I was speaking with a friend yesterday about relationships. The conversation we were having was about the fact that just because your last relationship was bad and ended bitterly, how does that influence how you think about future relationships? Not all relationships end in misery, right? ("Just mine" you might be thinking...)
I suspect that the solution to this problem can be found,as always, in an unexpected place: probability theory. There is an appropriately-named statistical problem discussed by the French mathematician Pierre Simon LaPlace (1749-1827) called the “First Night in
It is the night after Adam and Eve’s first day in paradise. Together, they watch the sun rise and illuminate the marvelous trees, flowers, and birds. At some point, the air gets cooler, and the sun sank below the horizon. Will it stay dark forever? Adam and Eve wonder, What is the probability that the sun would rise again tomorrow?
Whether Adam and Eve were truly discussing this statistical conundrum, as opposed to addressing less cerebral concerns of a non-probabilistic nature, is besides the point. What is the probability that the sun will rise again?
The classic answer is that if Adam and Eve had never seen the sun rising, they would assign equal probabilities to both outcomes. Gigerenzer, in his book Calculated Risks, likens it to placing a white marble (the sun will rise again) and a black marble (the sun will not) into a bag, and picking one randomly. However, they did witness the sun rise once that morning when they woke up, so they place another white marble in the bag, which makes the probability of the sun rising the next day .66.
(Interestingly, as an aside, one might ask the question, "What was Adam's subjective assessment of the probability that Eve would still be there the next morning?" After all, she did simply just appear there, and who knows? God might just be teasing him and yank her out of the garden.)
As we, know, Adam and Eve woke from that first night in paradise to another sunny day in paradise. But what is the probability now, given two sunrises, that the sun would rise once again the next day? The answer is simple. They add another white marble to the bag, making the probability go up to .75. And the sun rises again and another marble goes in the bag, and so on. This is known as the rule of succession. Introduced by
(n+1)/(n+2)
If you are like me, and are thirty odd years old, the subjective probability that I assign to the sun rising tomorrow is quite high. Specifically it is
(365*30 + 1) / (365*30 + 2) = 10951 / 10952 = .99990869247626004. Pretty good odds. I am, in fact, relatively convinced that the sun also rises tomorrow.
But what about relationships? Does the law of succession apply here? What is the probability, given a certain number of previous relationships, that you believe that your next one is headed to splitsville?
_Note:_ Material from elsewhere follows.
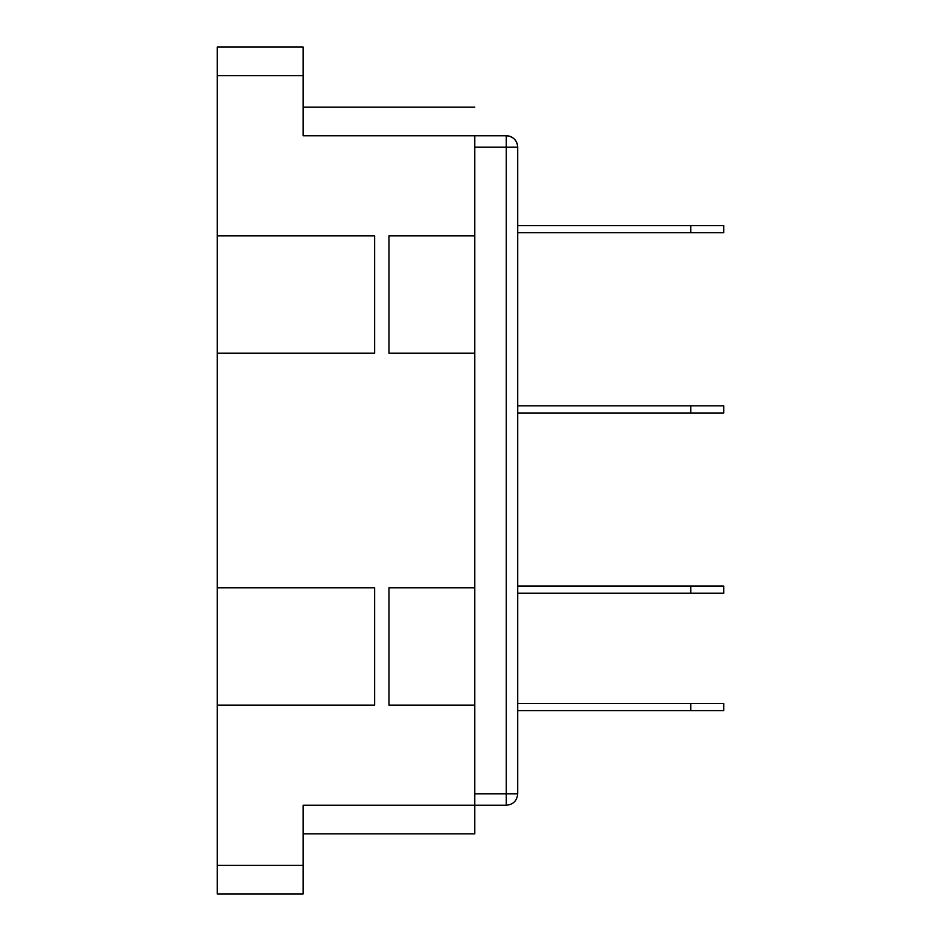 <?xml version="1.0" encoding="UTF-8"?>
<svg xmlns="http://www.w3.org/2000/svg" width="941" height="941" viewBox="0 0 941 941"><rect width="100%" height="100%" fill="white"/><g stroke="black" fill="none" stroke-linecap="round" stroke-linejoin="round"><path stroke-width="1.41" d="M723.711 703.539L723.711 710.69L723.711 703.539L517.715 703.539L690.812 703.539L690.812 710.69L723.711 710.69L517.715 710.69L690.812 710.69L690.812 703.539L723.711 703.539M723.711 586.09L723.711 593.242L723.711 586.09L517.715 586.09L690.812 586.09L690.812 593.242L723.711 593.242L517.715 593.242L690.812 593.242L690.812 586.09L723.711 586.09M723.711 405.842L723.711 412.993L723.711 405.842L517.715 405.842L690.812 405.842L690.812 412.993L723.711 412.993L517.715 412.993L690.812 412.993L690.812 405.842L723.711 405.842M723.711 225.581L723.711 232.733L723.711 225.581L517.715 225.581L690.812 225.581L690.812 232.733L723.711 232.733L517.715 232.733L690.812 232.733L690.812 225.581L723.711 225.581M303.12 135.751L474.793 135.751L474.793 235.885L388.962 235.885L388.962 353.193L474.793 353.193L474.793 833.867L474.793 805.249L303.12 805.249L303.12 865.344L217.289 865.344L217.289 705.115L374.647 705.115L374.647 587.807L217.289 587.807L217.289 353.193L374.647 353.193L374.647 235.885L217.289 235.885L217.289 75.656L303.12 75.656L303.12 135.751L474.793 135.751L474.793 587.807L388.962 587.807L388.962 705.115L474.793 705.115L474.793 805.249L303.12 805.249L303.12 893.95L303.12 865.344L217.289 865.344L217.289 893.95L303.12 893.95L217.289 893.95L217.289 587.807L217.289 705.115L374.647 705.115L374.647 587.807L217.289 587.807L217.289 235.885L217.289 353.193L374.647 353.193L374.647 235.885L217.289 235.885L217.289 75.656L303.12 75.656L303.12 130.164M303.12 47.05L217.289 47.05L217.289 75.656L217.289 47.05L303.12 47.05L303.12 75.656L303.12 47.05M303.12 810.836L303.12 805.249M474.793 107.133L303.12 107.133L474.793 107.133M303.12 833.867L474.793 833.867L303.12 833.867M506.27 793.804L474.793 793.804L517.715 793.804L517.715 147.196A11.445 11.445 0 0 0 506.27 135.751L474.793 135.751L506.27 135.751L506.27 805.249L506.27 135.751C513.221 136.421 517.032 140.244 517.715 147.196L506.27 147.196L517.715 147.196L517.715 793.804L506.27 793.804M474.793 147.196L506.27 147.196L474.793 147.196M388.962 353.193L474.793 353.193L474.793 235.885L388.962 235.885L388.962 353.193M474.793 587.807L388.962 587.807L388.962 705.115L474.793 705.115L474.793 587.807M474.793 805.249L506.27 805.249L474.793 805.249M506.27 805.249C513.221 804.579 517.032 800.756 517.715 793.804C517.032 800.756 513.221 804.579 506.27 805.249"/></g></svg>

It is just like adding white balls representing sucess and black balls representing failure to a jar and selecting one.
I asked ten friends and colleagues today how many serious relationships they had been in over the course of their lives. The median value of that number was 7 – your typical friend of mine has been in 7 serious relationships (which I defined as lasting over 6 months).
What is the average person’s subjective estimate of the probability of the next relationship ending given the rule of succession? Quite simple: (7 + 1) / (7 + 2) = 8 / 9 = .888.
So is it the case that with a greater number of failed relationships, does one use the law of succession to determine whether one’s next relationship is going to fail? Maybe. This would be an interesting study to conduct – the correlation between the number of failed relationships one has had with one’s pessimism about the probability that one’s next relationship is also going to fail. Of course there are confounds up the wazoo, but it would be a fun and simple study to do on a larger scale than my ten friends.
But there is hope here. While you might suspect that your next relationship will fail with a probability of .88, that means that you also have a probability of .12 that the next one will work out. And I like that 12 percent – I might like to call it a “Hope Factor.” Sure, the hope factor diminishes after every successive failure, but by definition, this means that one can never lose hope entirely – the law of succession may asymptote very near zero, but it never quite reaches it, due to the fact that the denominator is always one greater than the numerator. Below is a figure of the relationship between the hope and despair factors by the number of failed relationships. You can see how the region of despair increases with every sucessive failed relationship, but that region of hope never quite goes away.
As they say: Hope springs eternal! And perhaps this is why it was the last evil remaining in Pandora's Box.